The preschool's teachers knew a solution was needed to help kids thrive.
"I sent out an email to parents saying, 'Hold tight, we're all in this together, we're going to figure it out,''' teacher Tracy Thompson said.
The inclusive preschool, a collaboration with Children's Healthcare of Atlanta, allows children with and without autism to learn together, embracing each child's way of learning. With the shelter in place, the teachers turned to Zoom and YouTube to recreate parts of the preschool day online and reunite students virtually.
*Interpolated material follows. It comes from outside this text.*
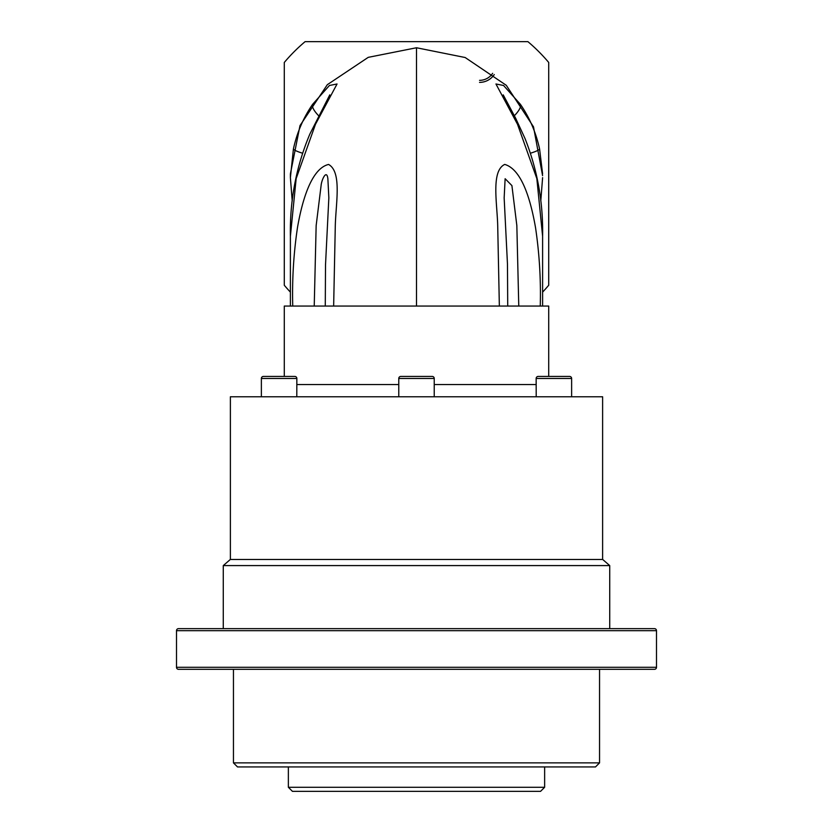 <?xml version="1.0" encoding="UTF-8"?>
<svg xmlns="http://www.w3.org/2000/svg" width="833" height="833" viewBox="0 0 833 833"><rect width="100%" height="100%" fill="white"/><g stroke="black" fill="none" stroke-linecap="round" stroke-linejoin="round"><path stroke-width="1.25" d="M479.548 82.384A17.732 17.732 0 0 0 494.25 74.574M176.502 667.285A2.03 2.03 0 0 0 178.533 669.315L654.467 669.315A2.03 2.03 0 0 0 656.498 667.285L656.498 630.675L176.502 630.675L176.502 667.285L656.498 667.285M176.502 630.675A2.03 2.03 0 0 1 178.533 628.634L654.467 628.634A2.03 2.03 0 0 1 656.498 630.675M563.285 376.433L569.595 376.433A2.03 2.03 0 0 1 571.625 378.463A2.03 2.03 0 0 0 569.595 376.433L538.191 376.433A2.03 2.03 0 0 0 536.15 378.463L536.213 396.768M263.405 376.433L294.809 376.433A2.03 2.03 0 0 1 296.85 378.463L261.375 378.463A2.03 2.03 0 0 1 263.405 376.433L269.715 376.433M571.625 378.463L571.625 396.768L571.625 378.463L536.15 378.463M261.375 378.463L261.375 396.768M296.787 396.768L296.85 378.463M434.232 396.768L434.232 378.463A2.03 2.03 0 0 0 432.202 376.433L400.798 376.433A2.03 2.03 0 0 0 398.768 378.463L398.768 396.768M314.228 306.055L316.155 225.576L321.09 185.613C321.548 179.741 326.671 168.828 327.869 178.689L328.848 197.879M284.292 376.433L284.292 306.055L548.708 306.055L548.708 376.433M223.275 565.586L230.293 559.484L602.707 559.484L609.725 565.586L223.275 565.586L223.275 628.634M602.613 559.484L602.613 396.768L230.387 396.768L230.387 559.484M540.565 791.35L292.435 791.35L288.364 787.279L544.636 787.279L540.565 791.35M595.48 766.943L237.52 766.943L233.448 762.872L599.552 762.872L595.48 766.943M627.01 628.634L649.386 628.634M562.077 628.634L584.454 628.634M288.364 766.943L288.364 787.279M544.636 766.943L544.636 787.279M233.448 669.315L233.448 762.872M599.552 669.315L599.552 762.872M609.725 565.586L609.725 628.634M292.747 306.055C292.029 279.471 293.632 253.201 297.537 227.242C301.567 204.116 310.386 168.766 328.577 164.445C342.342 172.108 335.532 204.293 335.251 227.69L333.648 306.055L416.5 306.055L416.5 47.752L465.168 57.519L506.297 85.32L533.505 126.835L542.585 175.628M416.5 306.055L499.352 306.055L497.749 227.607C497.499 204.658 490.543 171.275 504.715 164.413C523.051 169.703 531.454 204.418 535.515 227.534C539.388 253.524 540.971 279.69 540.253 306.055C543.387 306.055 543.387 306.055 540.253 306.055C543.387 306.055 543.387 306.055 540.253 306.055M542.606 306.055L542.606 236.28L536.837 178.564L517.501 124.263L495.947 83.987L503.559 85.476L520.406 104.333C529.58 117.64 535.963 132.499 539.576 148.909L542.606 173.858M302.546 153.22A24.407 2.968 -167.8 0 1 293.424 148.909L290.394 177.616L290.394 173.858L299.995 125.596L327.327 84.685L368.238 57.352L416.5 47.752M290.394 292.123A172.879 172.879 0 0 1 284.292 285.261L284.292 62.454A172.879 172.879 0 0 1 305.097 41.65L527.903 41.65A172.879 172.879 0 0 1 548.708 62.454L548.708 285.261A172.879 172.879 0 0 1 542.606 292.123M293.424 148.909C296.975 132.634 303.368 117.776 312.594 104.333L329.441 85.476L337.053 83.987L315.488 124.273L296.163 178.574L290.394 236.28L290.394 306.055M270.923 669.315L248.546 669.315M270.923 628.634L248.546 628.634M518.772 306.055L516.835 225.504L511.91 185.592L505.131 178.72L504.152 197.994M318.633 115.725A24.407 7.622 -145.3 0 1 312.594 104.333M520.406 104.333A24.407 7.622 145.3 0 1 514.367 115.725M492.636 73.325A15.702 15.702 0 0 1 479.548 80.353M434.232 378.463L398.768 378.463M296.85 384.565L398.768 384.565M434.232 384.565L536.15 384.565M539.576 148.909A24.407 2.968 167.8 0 1 530.454 153.22M290.394 236.28C289.707 200.597 296.194 166.517 309.866 134.051L329.785 94.868M290.394 177.637L292.216 200.972M503.215 94.868L515.7 118.328L524.977 138.424C537.379 169.693 543.251 202.304 542.606 236.28M540.784 200.982L542.606 177.637M328.848 197.827L325.516 264.852L325.276 306.055M507.724 306.055L507.464 263.988L504.152 197.827"/></g></svg>

"We hear that the children after the Zoom circle time seem a little bit calmer, they start talking about their friends," Thompson said. "Particularly children on the spectrum love routine and predictability, all children do, but it's more confusing for some children not to have their day all planned out."
With songs and familiar stories, the teachers tune in Monday through Friday for circle time and connection with their young students, an opportunity also appreciated by parents.
"Even just small pieces of what is familiar and part of their routine, I think is really critical in this time when we're all experiencing quite a bit of disruption," Rachel Yosick, Marcus parent and employee, said.
While Thompson said parents are now finding their own "new normal," the digital circle time also offers a daily touchstone for the school's little ones, providing comfort in uncertain times.
"Sometimes it's literally ten minutes of saying hello and showing their pets and that's OK," Thompson said. "That connection is what spurs the language growth, the emotional growth for all of our children."